What was written as fiction, is actually happening in real life. We've made
defending against frivolous patent claims expensive enough that someone with a
broad enough patent can nickel and dime a large enough group of people hoping
many of them will say "0.575%? Fuck it, I'll just pay..."

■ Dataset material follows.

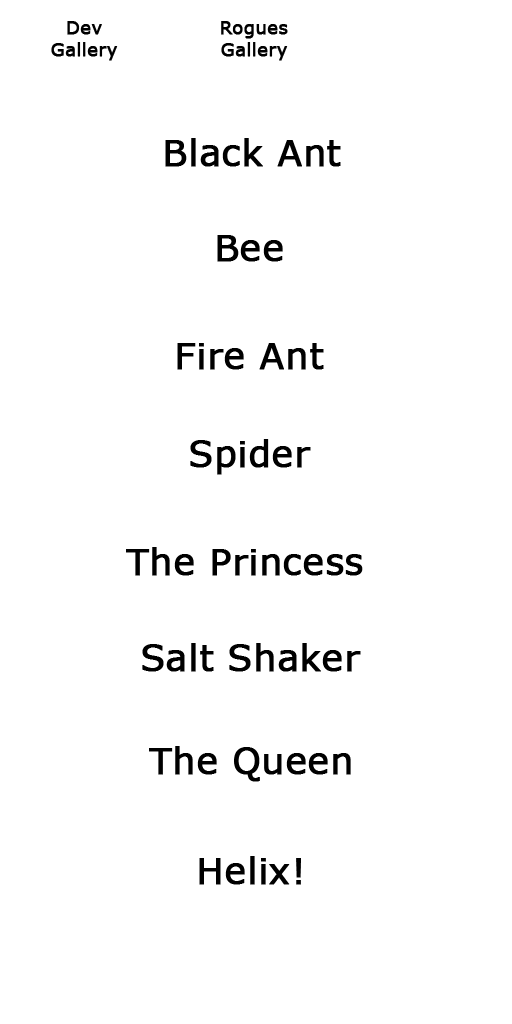
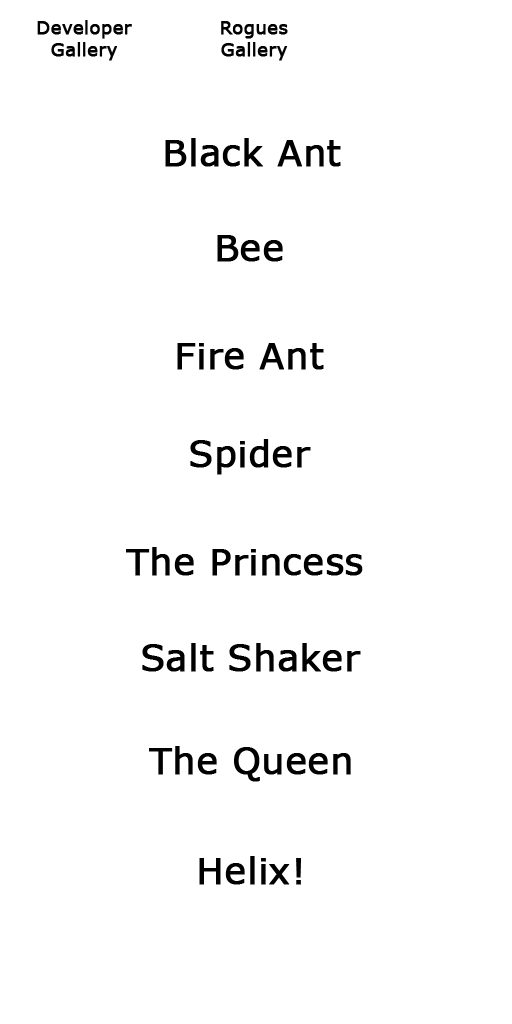
Revision of a layered 512×1024 image; what changed, layer by layer:
renamed "Dev Gallery" to "Developer Gallery", painted on it over [37, 20, 132, 39]

It will be interesting to see how this pans out in the long run...

------
flipbrad
My big question for apple and others is whether it's possible that by opting
to not get a volume license the patent for downstream users of their platform,
they might therefore face a suit alleging contributory or secondary patent
infringement? For example, taken from this page
([http://en.wikipedia.org/wiki/Patent_infringement_under_Unite...](http://en.wikipedia.org/wiki/Patent_infringement_under_United_Kingdom_law)),
is a summary of the position in the UK: "By the supply, or offer to supply, in
the United Kingdom, a person not entitled to work the invention, with any of
the means, relating to an essential element of the invention, for putting the
invention into effect, when it is known (or it is reasonable to expect such
knowledge) that those means are suitable for putting, and are intended to put,
the invention into effect in the United Kingdom."

------
nh
patent in question:

[http://patft.uspto.gov/netacgi/nph-
Parser?Sect1=PTO1&Sec...](http://patft.uspto.gov/netacgi/nph-
Parser?Sect1=PTO1&Sect2=HITOFF&d=PALL&p=1&u=%2Fnetahtml%2FPTO%2Fsrchnum.htm&r=1&f=G&l=50&s1=7222078.PN.&OS=PN/7222078&RS=PN/7222078)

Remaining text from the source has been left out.